I guess it's one way to get parallel cuts...


----------



## conchwood

Kevin said:


> Unbelievable.


----------



## Mike1950

Yes- I saw that over at WWF- when he get around to the back side and is fighting to pull it -all kinds of ugly scenarios flashed through my head. Who ever owns that saw better have damn good life and health insurance cause they surely are going to need it..................

Reactions: Agree 3


----------



## Kevin

Mike1950 said:


> Yes- I saw that over at WWF- when he get around to the back side and is fighting to pull it -all kinds of ugly scenarios flashed through my head. Who ever owns that saw better have damn good life and health insurance cause they surely are going to need it..................

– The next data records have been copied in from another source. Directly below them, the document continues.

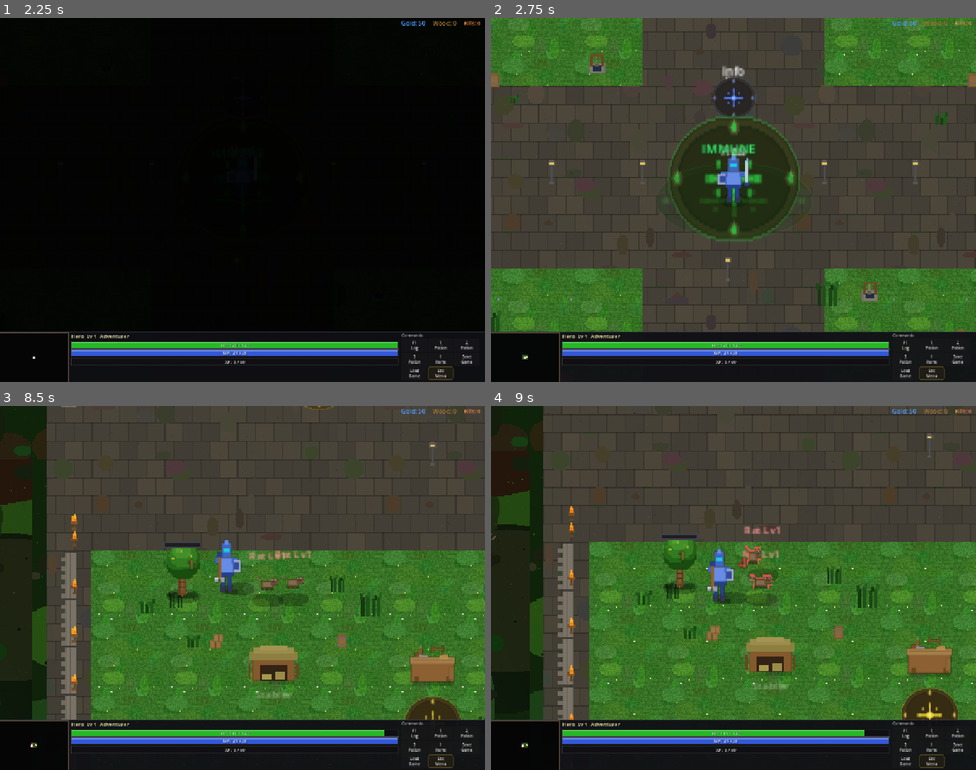
Above: before the commit, frames 1-4 (two rows, left to right).
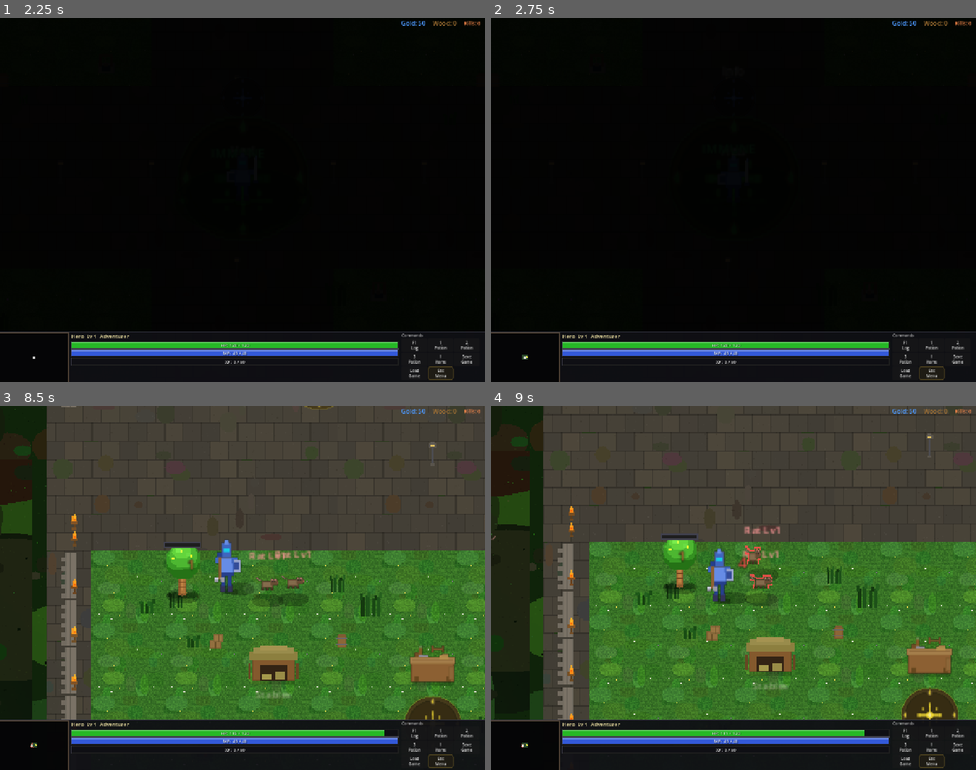
Above: after the commit, the same moments.

Repository: slxny/legends-open-rpg
Game: Godot game, scene res://scenes/main.tscn
The game is run twice, just before and just after one commit, with the same random seed, the same clock (stepped at 60 frames per second) and the same inputs.
Inputs (mouse positions are in pixels of both pictures, inside the frame that each line leads up to):
- Up to frame 1 (2.25 s): tap Enter at 0.5 s; move the mouse to (349, 181) at 0.52 s; hold D (move_right) 0.53-1.25 s; hold Space (attack) 0.53-1.25 s; click (349, 181) at 0.67 s; drag from (145, 218) to (218, 272) at 1.27 s; click "SELECT" at 2 s
- Up to frame 2 (2.75 s): no input
- Up to frame 3 (8.5 s): move the mouse to (33, 744) at 2.77 s; hold D (move_right) 2.78-3.5 s; tap 1 at 2.85 s; click (33, 744) at 2.92 s; drag from (218, 660) to (451, 482) at 3.52 s; move the mouse to (388, 642) at 4.27 s; hold A (move_left) 4.28-5 s; tap 3 at 4.35 s; drag from (97, 533) to (431, 748) at 5.02 s; move the mouse to (266, 588) at 5.77 s; hold S (move_down) 5.78-6.5 s; tap F (interact) at 5.85 s; click (266, 588) at 5.92 s; drag from (4, 642) to (242, 609) at 6.52 s; drag from (43, 566) to (291, 507) at 7.27 s; drag from (140, 759) to (368, 726) at 8.02 s
- Up to frame 4 (9 s): move the mouse to (772, 588) at 8.77 s; hold S (move_down) from 8.78 s (still down); hold Space (attack) from 8.78 s (still down); click (772, 588) at 8.92 s

Frame 1 is identical in both runs. In frame 2, 86% of the frame differs, in the area x 0-100%, y 0-87%; in frame 3, 0.6%; in frame 4, 0.5%.
Error in both runs: Invalid assignment of property or key '_mobile_potion_btns' with value of type 'Array' on a base object of type 'CharacterBody2D (player.gd)'. (res://scenes/ui…

Commit message:
Performance optimizations for low-GPU environments (v0.68.6)
Outline shaders applied on-demand (hover only) instead of running on all
enemies/trees every frame. Fog overlay throttled to 0.3s. Minimap refresh
halved. Ambient particles reduced.

Co-Authored-By: Claude Opus 4.6 <noreply@anthropic.com>

Diff:
--- a/scenes/enemies/enemy.gd
+++ b/scenes/enemies/enemy.gd
@@ -167,12 +167,7 @@
 		_info_label_settings.font_color = Color(1.0, 0.6, 0.6)
 		_info_label_settings.outline_size = 4 if is_mobile else 2
 		_info_label_settings.outline_color = Color.BLACK
-	# Apply outline material to sprite
-	var outline_mat = ShaderMaterial.new()
-	outline_mat.shader = _outline_shader
-	outline_mat.set_shader_parameter("enabled", false)
-	outline_mat.set_shader_parameter("line_color", Color(1.0, 0.3, 0.3, 0.85))
-	sprite.material = outline_mat
+	# Outline shader is applied on-demand (hover only) to avoid per-frame shader cost
 	# Connect mouse hover signals for outline
 	mouse_entered.connect(_on_mouse_entered)
 	mouse_exited.connect(_on_mouse_exited)
@@ -263,12 +258,17 @@
 		name_label.visible = false
 
 func _on_mouse_entered() -> void:
-	if not _is_dead and sprite and sprite.material:
+	if not _is_dead and sprite and _outline_shader:
+		if not sprite.material:
+			var mat = ShaderMaterial.new()
+			mat.shader = _outline_shader
+			mat.set_shader_parameter("line_color", Color(1.0, 0.3, 0.3, 0.85))
+			sprite.material = mat
 		sprite.material.set_shader_parameter("enabled", true)
 
 func _on_mouse_exited() -> void:
-	if sprite and sprite.material:
-		sprite.material.set_shader_parameter("enabled", false)
+	if sprite:
+		sprite.material = null
 
 func show_info() -> void:
 	if _is_dead:
@@ -668,8 +668,8 @@
 	collision_layer = 0
 	collision_mask = 0
 	input_pickable = false
-	if sprite and sprite.material:
-		sprite.material.set_shader_parameter("enabled", false)
+	if sprite:
+		sprite.material = null
 	var death_sfx = "death_" + sprite_type
 	if AudioManager.get_sfx(death_sfx):
 		AudioManager.play_sfx(death_sfx, -3.0)
--- a/scenes/ui/changelog_dialog.gd
+++ b/scenes/ui/changelog_dialog.gd
@@ -9,9 +9,20 @@
 var _is_visible: bool = false
 var _is_mobile: bool = false
 
-const GAME_VERSION := "v0.68.5"
+const GAME_VERSION := "v0.68.6"
 
 const CHANGELOG: Array[Dictionary] = [
+	{
+		"version": "v0.68.6",
+		"title": "Performance optimizations",
+		"date": "2026-02-25",
+		"entries": [
+			"Outline shaders now applied on-demand (hover only) instead of always running on every enemy and tree",
+			"Fog of war overlay redraws throttled to max 3x/sec instead of every movement tick",
+			"Minimap refresh rate reduced from 4x/sec to 2x/sec",
+			"Ambient particle count reduced from 15 to 6",
+		]
+	},
 	{
 		"version": "v0.68.5",
 		"title": "All panels fully opaque and dark",
--- a/scenes/ui/minimap.gd
+++ b/scenes/ui/minimap.gd
@@ -37,7 +37,7 @@
 	set(v):
 		click_to_move_enabled = v
 		mouse_filter = Control.MOUSE_FILTER_STOP if v else Control.MOUSE_FILTER_PASS
-const REDRAW_INTERVAL: float = 0.25  # Redraw 4 times per second, not 60
+const REDRAW_INTERVAL: float = 0.5  # Redraw 2 times per second for performance
 var _cached_enemies: Array = []  # Cached enemy positions for minimap dots
 var _cached_bosses: Array = []  # Cached miniboss positions for pulsing diamond indicators
 var _cached_explored_rects: Array = []  # Pre-built fog overlay rects
--- a/scenes/world/fog_overlay.gd
+++ b/scenes/world/fog_overlay.gd
@@ -7,11 +7,21 @@
 var _camera: Camera2D = null
 const _FOG_DIM := Color(0.0, 0.0, 0.0, 0.5)
 const _FOG_BLACK := Color(0.0, 0.0, 0.0, 0.95)
+var _fog_redraw_pending: bool = false
+var _fog_redraw_timer: float = 0.0
+const FOG_REDRAW_INTERVAL: float = 0.3
 
 func _ready() -> void:
 	z_index = 100  # Render on top of everything
 	FogOfWarManager.fog_updated.connect(_on_fog_updated)
 	call_deferred("_cache_camera")
+
+func _process(delta: float) -> void:
+	if _fog_redraw_pending:
+		_fog_redraw_timer -= delta
+		if _fog_redraw_timer <= 0.0:
+			_fog_redraw_pending = false
+			queue_redraw()
 
 func _cache_camera() -> void:
 	var players = get_tree().get_nodes_in_group("player")
@@ -19,7 +29,9 @@
 		_camera = players[0].get_node_or_null("Camera2D")
 
 func _on_fog_updated() -> void:
-	queue_redraw()
+	if not _fog_redraw_pending:
+		_fog_redraw_pending = true
+		_fog_redraw_timer = FOG_REDRAW_INTERVAL
 
 func _draw() -> void:
 	if not _camera or not is_instance_valid(_camera):
--- a/scenes/world/harvestable_tree.gd
+++ b/scenes/world/harvestable_tree.gd
@@ -117,12 +117,7 @@
 	var v = randf_range(-0.04, 0.04)
 	_sprite.modulate = Color(1.0 + v, 1.0 + v * 0.5, 1.0 + v)
 
-	# Outline shader material
-	var mat = ShaderMaterial.new()
-	mat.shader = _outline_shader
-	mat.set_shader_parameter("enabled", false)
-	mat.set_shader_parameter("line_color", Color(0.3, 1.0, 0.4, 0.85))
-	_sprite.material = mat
+	# Outline shader applied on-demand (hover only) for performance
 
 	add_child(_sprite)
 
@@ -157,12 +152,17 @@
 	mouse_exited.connect(_on_mouse_exited)
 
 func _on_mouse_entered() -> void:
-	if not _is_chopped and _sprite and _sprite.material:
+	if not _is_chopped and _sprite and _outline_shader:
+		if not _sprite.material:
+			var mat = ShaderMaterial.new()
+			mat.shader = _outline_shader
+			mat.set_shader_parameter("line_color", Color(0.3, 1.0, 0.4, 0.85))
+			_sprite.material = mat
 		_sprite.material.set_shader_parameter("enabled", true)
 
 func _on_mouse_exited() -> void:
-	if _sprite and _sprite.material:
-		_sprite.material.set_shader_parameter("enabled", false)
+	if _sprite:
+		_sprite.material = null
 
 func _get_zoom_compensation() -> float:
 	var cam = get_viewport().get_camera_2d()
@@ -227,9 +227,9 @@
 	collision_layer = 0
 	input_pickable = false
 	_hp_bar.visible = false
-	# Disable outline
-	if _sprite and _sprite.material:
-		_sprite.material.set_shader_parameter("enabled", false)
+	# Remove outline material
+	if _sprite:
+		_sprite.material = null
 	chopped_down.emit(self)
 
 	# Spawn wood drops
--- a/scenes/world/regions/havens_rest.gd
+++ b/scenes/world/regions/havens_rest.gd
@@ -1213,8 +1213,8 @@
 	# Floating dust/pollen particles
 	var particles = CPUParticles2D.new()
 	particles.z_index = 5
-	particles.amount = 15
-	particles.lifetime = 8.0
+	particles.amount = 6
+	particles.lifetime = 10.0
 	particles.emitting = true
 	particles.emission_shape = CPUParticles2D.EMISSION_SHAPE_RECTANGLE
 	particles.emission_rect_extents = Vector2(800, 600)

I got it in my Charles Neil newsletter - it's really making the rounds lol.


----------



## davidgiul

When I looked at this I got the same feeling in my groin area as I do when I step up to the edge of a 100 ft cliff. Yikes.

Reactions: Agree 1


----------



## DKMD

That's how they roll in Russia, I guess! 

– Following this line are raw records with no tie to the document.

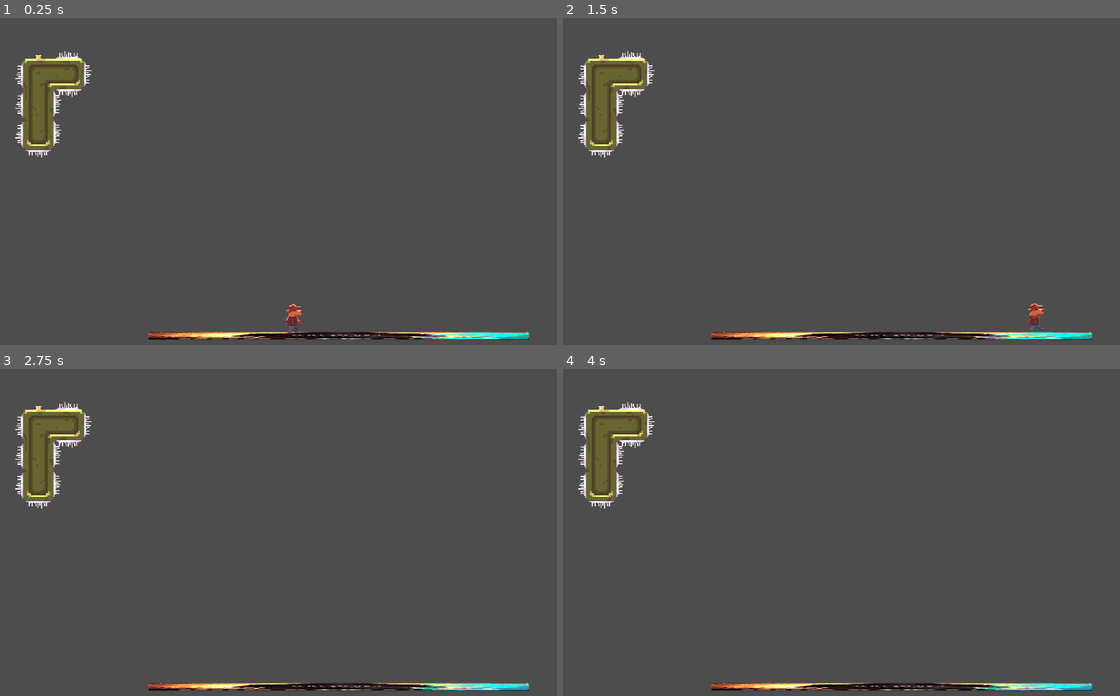
Above: before the commit, frames 1-4 (two rows, left to right).
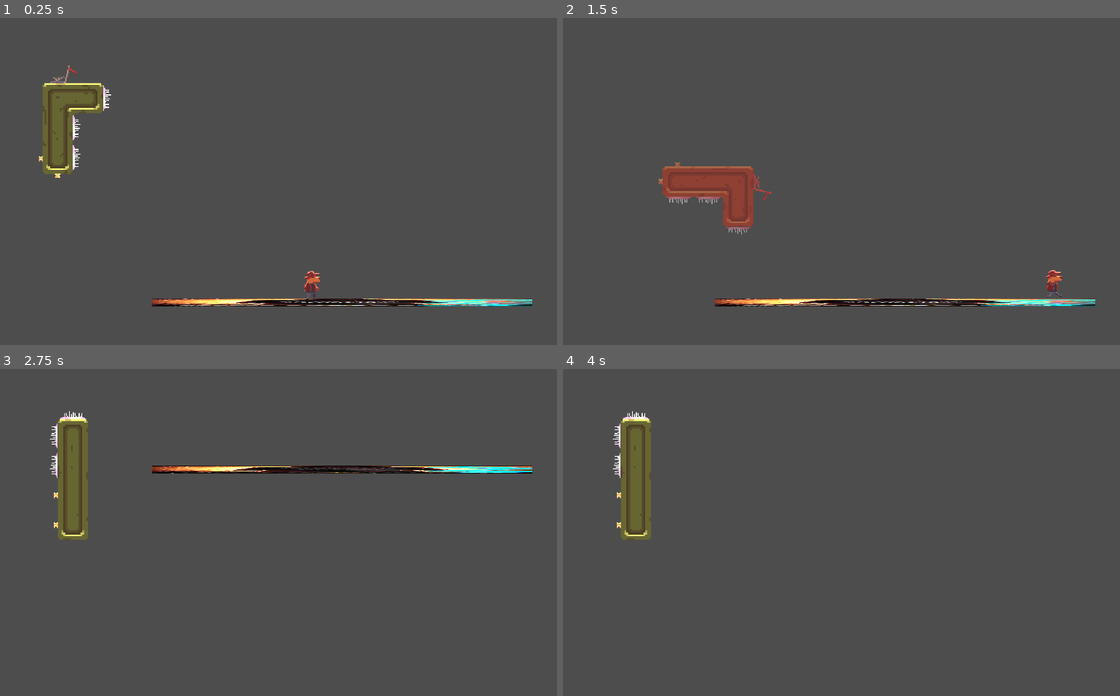
Above: after the commit, the same moments.

Repository: The-First-Pancake/gmtk-game-jam-2024
Game: Godot game, scene res://Levels/GeorgeTest.tscn
The game is run twice, just before and just after one commit, with the same random seed, the same clock (stepped at 60 frames per second) and the same inputs. This scene is started directly instead of the project's main scene. The engine's default icon, where the game draws it, is replaced by a stand-in: a white triangle on a blue panel in a dark square.
Inputs (mouse positions are in pixels of both pictures, inside the frame that each line leads up to):
- Up to frame 1 (0.25 s): no input
- Up to frame 2 (1.5 s): tap Enter at 0.5 s; move the mouse to (618, 103) at 0.52 s; hold Right (move_right) from 0.53 s (still down); click (618, 103) at 0.6 s; tap Space (jump) at 0.77 s; move the mouse to (713, 197) at 1.27 s; right-click (713, 197) at 1.35 s
- Up to frame 3 (2.75 s): tap Space (jump) at 1.52 s; move the mouse to (323, 460) at 2.02 s; release Right (move_right) at 2.03 s; hold Left (move_left) from 2.03 s (still down); click (323, 460) at 2.1 s
- Up to frame 4 (4 s): move the mouse to (802, 597) at 2.77 s; release Left (move_left) at 2.78 s; hold Right (move_right) from 2.78 s (still down); right-click (802, 597) at 2.85 s; click (802, 597) at 2.92 s; tap Space (jump) at 3.02, 3.5, 3.77 s; move the mouse to (1003, 581) at 3.52 s; click (1003, 581) at 3.6 s

The runs differ from the first frame. In frame 1, 7.2% of the frame differs, in the area x 2-96%, y 10-99%; in frame 2, 8.2%; in frame 3, 7.2%; in frame 4, 5.6%.

Commit message:
Blockspawner follows camera

Diff:
--- a/Levels/GeorgeTest.tscn
+++ b/Levels/GeorgeTest.tscn
@@ -7,12 +7,13 @@
 [ext_resource type="PackedScene" uid="uid://r1kjk04fwuou" path="res://Prefabs/Hold.tscn" id="5_8fyq4"]
 [ext_resource type="PackedScene" uid="uid://bkatak76uuoli" path="res://Prefabs/Campfire.tscn" id="6_rgih4"]
 [ext_resource type="PackedScene" uid="uid://dhrgrpwwax6i8" path="res://Prefabs/Spikes.tscn" id="7_5cl6t"]
+[ext_resource type="Script" path="res://Scripts/CameraController.gd" id="8_fc5ov"]
 
 [sub_resource type="RectangleShape2D" id="RectangleShape2D_atmmq"]
 size = Vector2(617, 834)
 
 [sub_resource type="RectangleShape2D" id="RectangleShape2D_1lx0t"]
-size = Vector2(704.047, 438)
+size = Vector2(704.047, 825.13)
 
 [sub_resource type="Resource" id="Resource_6716m"]
 script = ExtResource("4_mwb6v")
@@ -27,12 +28,12 @@
 [sub_resource type="Resource" id="Resource_mwrdh"]
 script = ExtResource("4_mwb6v")
 spawn_prefab = ExtResource("7_5cl6t")
-spawn_count = 100
+spawn_count = 10
 
 [node name="GeorgeTest" type="Node2D"]
 
 [node name="Floor" type="StaticBody2D" parent="."]
-position = Vector2(1200, 1050)
+position = Vector2(1500, 1100)
 scale = Vector2(1.96232, 0.0292254)
 
 [node name="Default" type="Sprite2D" parent="Floor"]
@@ -42,22 +43,31 @@
 position = Vector2(-0.5, -2)
 shape = SubResource("RectangleShape2D_atmmq")
 
-[node name="NewBlockQueue" type="StaticBody2D" parent="."]
-position = Vector2(318, 483)
-
-[node name="CollisionShape2D" type="CollisionShape2D" parent="NewBlockQueue"]
-position = Vector2(-58.4564, 0)
-scale = Vector2(0.628025, 1.14167)
-shape = SubResource("RectangleShape2D_1lx0t")
-
-[node name="BlockSpawner" parent="NewBlockQueue" instance=ExtResource("3_faxmf")]
-spawn_objects = Array[ExtResource("4_mwb6v")]([SubResource("Resource_6716m"), SubResource("Resource_b3o7y"), SubResource("Resource_mwrdh")])
-spawn_object_probability = 0.9
-
 [node name="DirectionalLight2D" type="DirectionalLight2D" parent="."]
 position = Vector2(950, 150)
 rotation = -6.28319
 energy = 1.55
 
 [node name="Player" parent="." instance=ExtResource("3_qudki")]
-position = Vector2(1050, 950)
+position = Vector2(1400, 1000)
+
+[node name="Camera2D" type="Camera2D" parent="." node_paths=PackedStringArray("target")]
+position = Vector2(1250, 700)
+script = ExtResource("8_fc5ov")
+target = NodePath("../Player")
+step = 300.0
+top_trigger = 200.0
+bottom_trigger = 200.0
+
+[node name="NewBlockQueue" type="StaticBody2D" parent="Camera2D"]
+position = Vector2(-570, -192)
+
+[node name="CollisionShape2D" type="CollisionShape2D" parent="Camera2D/NewBlockQueue"]
+position = Vector2(-58.4564, 220.987)
+scale = Vector2(0.628025, 1.14167)
+shape = SubResource("RectangleShape2D_1lx0t")
+
+[node name="BlockSpawner" parent="Camera2D/NewBlockQueue" instance=ExtResource("3_faxmf")]
+position = Vector2(-68, 17)
+spawn_objects = Array[ExtResource("4_mwb6v")]([SubResource("Resource_6716m"), SubResource("Resource_b3o7y"), SubResource("Resource_mwrdh")])
+spawn_object_probability = 0.5
--- a/Prefabs/player.tscn
+++ b/Prefabs/player.tscn
@@ -200,6 +200,7 @@
 
 [node name="Sprite Animator" type="AnimatedSprite2D" parent="."]
 unique_name_in_owner = true
+z_index = 1
 scale = Vector2(3.125, 3.125)
 sprite_frames = SubResource("SpriteFrames_2xloi")
 animation = &"hang_side"
--- a/Scripts/BlockSpawner.gd
+++ b/Scripts/BlockSpawner.gd
@@ -60,6 +60,7 @@
 
 func _spawned_block_picked_up() -> void:
 	spawn_timer.start()
+	spawned_block.reparent(get_tree().root)
 	spawned_block.disconnect("picked_up", _spawned_block_picked_up)
 
 func _spawn_timer_finished() -> void:
Not shown: 1 places in Levels/GeorgeTest.tscn that only renumber resources

How do I forward this to the sawstop guy?

Reactions: Funny 2


----------



## Kevin

DKMD said:


> That's how they roll in Russia, I guess!
> 
> 
> How do I forward this to the sawstop guy?



He's currently at 35,000' MSL halfway between California and Russia.


----------



## Mike1950

davidgiul said:


> When I looked at this I got the same feeling in my groin area as I do when I step up to the edge of a 100 ft cliff. Yikes.

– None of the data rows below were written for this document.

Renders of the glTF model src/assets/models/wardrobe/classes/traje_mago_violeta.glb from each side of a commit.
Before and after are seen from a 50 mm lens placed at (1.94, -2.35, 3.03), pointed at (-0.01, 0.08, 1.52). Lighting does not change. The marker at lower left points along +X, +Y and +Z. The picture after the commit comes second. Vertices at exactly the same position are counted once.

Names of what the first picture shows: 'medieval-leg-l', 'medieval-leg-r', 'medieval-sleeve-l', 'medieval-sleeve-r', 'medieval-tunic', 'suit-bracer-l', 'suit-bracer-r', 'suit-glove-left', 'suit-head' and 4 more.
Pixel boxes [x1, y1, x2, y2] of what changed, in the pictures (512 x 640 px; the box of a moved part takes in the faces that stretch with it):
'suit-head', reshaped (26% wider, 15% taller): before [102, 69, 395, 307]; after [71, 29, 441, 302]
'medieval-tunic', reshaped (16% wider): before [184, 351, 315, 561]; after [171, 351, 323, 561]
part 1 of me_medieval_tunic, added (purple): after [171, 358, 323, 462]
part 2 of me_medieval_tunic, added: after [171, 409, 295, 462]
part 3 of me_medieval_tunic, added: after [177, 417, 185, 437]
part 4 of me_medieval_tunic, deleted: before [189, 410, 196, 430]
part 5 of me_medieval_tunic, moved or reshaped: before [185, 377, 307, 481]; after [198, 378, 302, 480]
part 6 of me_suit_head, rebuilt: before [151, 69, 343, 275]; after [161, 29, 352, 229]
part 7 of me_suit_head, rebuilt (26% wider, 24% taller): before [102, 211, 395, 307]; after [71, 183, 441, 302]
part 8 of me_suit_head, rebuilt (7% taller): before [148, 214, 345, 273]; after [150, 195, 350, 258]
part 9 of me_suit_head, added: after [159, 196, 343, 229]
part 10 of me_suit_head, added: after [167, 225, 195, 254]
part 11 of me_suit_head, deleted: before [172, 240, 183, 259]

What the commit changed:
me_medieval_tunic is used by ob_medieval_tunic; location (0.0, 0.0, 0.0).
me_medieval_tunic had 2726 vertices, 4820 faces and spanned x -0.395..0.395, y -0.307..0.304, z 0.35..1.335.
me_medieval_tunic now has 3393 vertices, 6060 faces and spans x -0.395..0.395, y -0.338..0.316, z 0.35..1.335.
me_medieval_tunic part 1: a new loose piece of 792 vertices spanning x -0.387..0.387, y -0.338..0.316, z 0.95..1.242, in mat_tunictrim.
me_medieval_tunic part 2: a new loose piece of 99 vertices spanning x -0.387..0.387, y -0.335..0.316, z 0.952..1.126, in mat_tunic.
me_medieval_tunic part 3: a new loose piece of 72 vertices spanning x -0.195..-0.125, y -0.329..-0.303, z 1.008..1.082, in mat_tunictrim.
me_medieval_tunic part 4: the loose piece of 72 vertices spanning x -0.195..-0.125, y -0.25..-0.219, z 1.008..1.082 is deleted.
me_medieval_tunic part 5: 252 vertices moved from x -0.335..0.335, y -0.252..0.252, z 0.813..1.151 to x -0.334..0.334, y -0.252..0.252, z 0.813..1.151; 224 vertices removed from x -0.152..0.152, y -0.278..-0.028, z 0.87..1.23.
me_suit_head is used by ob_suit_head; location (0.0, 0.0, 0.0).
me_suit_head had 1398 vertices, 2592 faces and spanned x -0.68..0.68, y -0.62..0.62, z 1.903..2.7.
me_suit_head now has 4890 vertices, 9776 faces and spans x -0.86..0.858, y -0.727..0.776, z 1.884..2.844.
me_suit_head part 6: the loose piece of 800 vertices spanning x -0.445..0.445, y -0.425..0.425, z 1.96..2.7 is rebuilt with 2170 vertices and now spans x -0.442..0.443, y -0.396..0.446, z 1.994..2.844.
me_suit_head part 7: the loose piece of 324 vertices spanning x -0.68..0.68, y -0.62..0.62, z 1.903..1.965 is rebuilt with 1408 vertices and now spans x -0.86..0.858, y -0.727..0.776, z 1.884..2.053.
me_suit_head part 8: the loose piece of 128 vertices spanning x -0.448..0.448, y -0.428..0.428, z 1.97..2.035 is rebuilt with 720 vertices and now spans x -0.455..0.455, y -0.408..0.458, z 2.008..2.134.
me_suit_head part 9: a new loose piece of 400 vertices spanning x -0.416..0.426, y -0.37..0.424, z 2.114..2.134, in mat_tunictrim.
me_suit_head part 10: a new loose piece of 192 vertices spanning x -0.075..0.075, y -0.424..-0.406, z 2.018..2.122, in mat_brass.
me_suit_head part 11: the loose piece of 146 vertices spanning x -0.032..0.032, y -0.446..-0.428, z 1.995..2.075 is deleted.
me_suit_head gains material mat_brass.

Me I NEVER get that feeling when I walk up to the edge of a 100 foot cliff---- cause I get it when I crawl to the edge.

Reactions: Funny 2


----------



## DKMD

I just realized that he took the blade guard off of that thing...

Reactions: Funny 1


----------



## Brink

davidgiul said:


> When I looked at this I got the same feeling in my groin area as I do when I step up to the edge of a 100 ft cliff. Yikes.



I don't think we get the same reaction at the edge of a cliff. Yeah, definitely not...that would just be strange.


----------



## NYWoodturner

Mike1950 said:


> Yes- I saw that over at WWF- when he get around to the back side and is fighting to pull it -all kinds of ugly scenarios flashed through my head. Who ever owns that saw better have damn good life and health insurance cause they surely are going to need it..................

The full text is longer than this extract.